Entendu sur europe1 :
J'ai appris à écouter, ce que je faisais très peu avant

Un exemple de combativité. Avec une force de caractère épatante, l'ancien patron a relevé ses manches et s'est attelé à cet immense défi. "Je me suis toujours dit que j'allais m'en sortir. J'allais travailler comme je l'avais toujours fait, avec la même énergie. Finalement, j'ai réussi", confie-t-il avec fierté. Aujourd'hui, Christian Streiff a retrouvé l'essentiel de son vocabulaire et de sa diction. "Le message que j'essaie de passer à tous les gens qui ont eu un AVC, c'est 'battez-vous'. Il n'y a pas de fatalité. Même quand on est gravement atteint physiquement", encourage-t-il. Après la parution de son livre, Christian Streiff a reçu beaucoup de courriers de personnes ayant survécu à un AVC. Un homme, notamment, lui a écrit par l'intermédiaire de sa femme, car il ne pouvait pas tenir le stylo. "Dans son dernier message, il disait 'cette fois, c'est moi qui l'ai écrit'", se réjouit-il, ému d'avoir pu contribuer à lui donner de la force par son exemple de résilience.
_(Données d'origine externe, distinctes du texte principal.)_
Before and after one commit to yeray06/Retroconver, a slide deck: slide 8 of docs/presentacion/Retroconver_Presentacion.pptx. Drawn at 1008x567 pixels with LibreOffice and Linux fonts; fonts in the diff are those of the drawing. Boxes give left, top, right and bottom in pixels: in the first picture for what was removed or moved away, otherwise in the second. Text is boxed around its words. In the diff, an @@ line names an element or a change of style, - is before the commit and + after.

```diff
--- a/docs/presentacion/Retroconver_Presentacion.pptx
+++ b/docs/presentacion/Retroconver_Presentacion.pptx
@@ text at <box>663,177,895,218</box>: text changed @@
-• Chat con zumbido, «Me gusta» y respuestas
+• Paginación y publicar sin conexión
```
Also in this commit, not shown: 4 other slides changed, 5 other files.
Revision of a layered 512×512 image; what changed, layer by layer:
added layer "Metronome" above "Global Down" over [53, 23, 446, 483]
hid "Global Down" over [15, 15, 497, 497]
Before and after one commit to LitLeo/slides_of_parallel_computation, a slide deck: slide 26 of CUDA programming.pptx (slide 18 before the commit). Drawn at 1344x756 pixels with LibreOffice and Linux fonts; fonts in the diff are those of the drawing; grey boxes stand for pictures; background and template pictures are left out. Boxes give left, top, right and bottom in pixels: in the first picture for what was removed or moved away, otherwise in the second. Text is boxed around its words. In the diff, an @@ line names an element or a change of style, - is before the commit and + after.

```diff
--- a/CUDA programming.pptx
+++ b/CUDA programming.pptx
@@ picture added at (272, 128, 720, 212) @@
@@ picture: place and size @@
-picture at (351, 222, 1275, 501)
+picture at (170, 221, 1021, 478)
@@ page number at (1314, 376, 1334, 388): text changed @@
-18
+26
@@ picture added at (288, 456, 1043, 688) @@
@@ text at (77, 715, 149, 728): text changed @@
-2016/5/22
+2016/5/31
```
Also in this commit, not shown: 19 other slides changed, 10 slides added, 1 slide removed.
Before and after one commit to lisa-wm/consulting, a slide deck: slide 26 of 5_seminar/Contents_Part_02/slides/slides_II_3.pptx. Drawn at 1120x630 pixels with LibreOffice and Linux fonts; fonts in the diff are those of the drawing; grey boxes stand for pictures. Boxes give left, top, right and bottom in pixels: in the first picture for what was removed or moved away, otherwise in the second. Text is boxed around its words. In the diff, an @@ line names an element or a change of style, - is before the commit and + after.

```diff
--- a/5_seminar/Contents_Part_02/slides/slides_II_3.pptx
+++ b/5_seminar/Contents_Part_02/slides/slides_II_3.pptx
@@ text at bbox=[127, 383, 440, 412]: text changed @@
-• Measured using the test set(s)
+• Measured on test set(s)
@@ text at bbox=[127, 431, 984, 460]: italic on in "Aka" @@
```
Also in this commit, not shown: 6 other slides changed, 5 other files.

Dix ans après, et alors que sort mercredi en salles le film Un homme pressé, inspiré de son histoire et avec Fabrice Luchini pour l'incarner, Christian Streiff tire les leçons de son expérience avec sagesse. "J'ai deux vies aujourd'hui, la première et la deuxième. J'ai appris à écouter, ce que je faisais très peu avant. Et j'ai appris ce que c'est que le temps."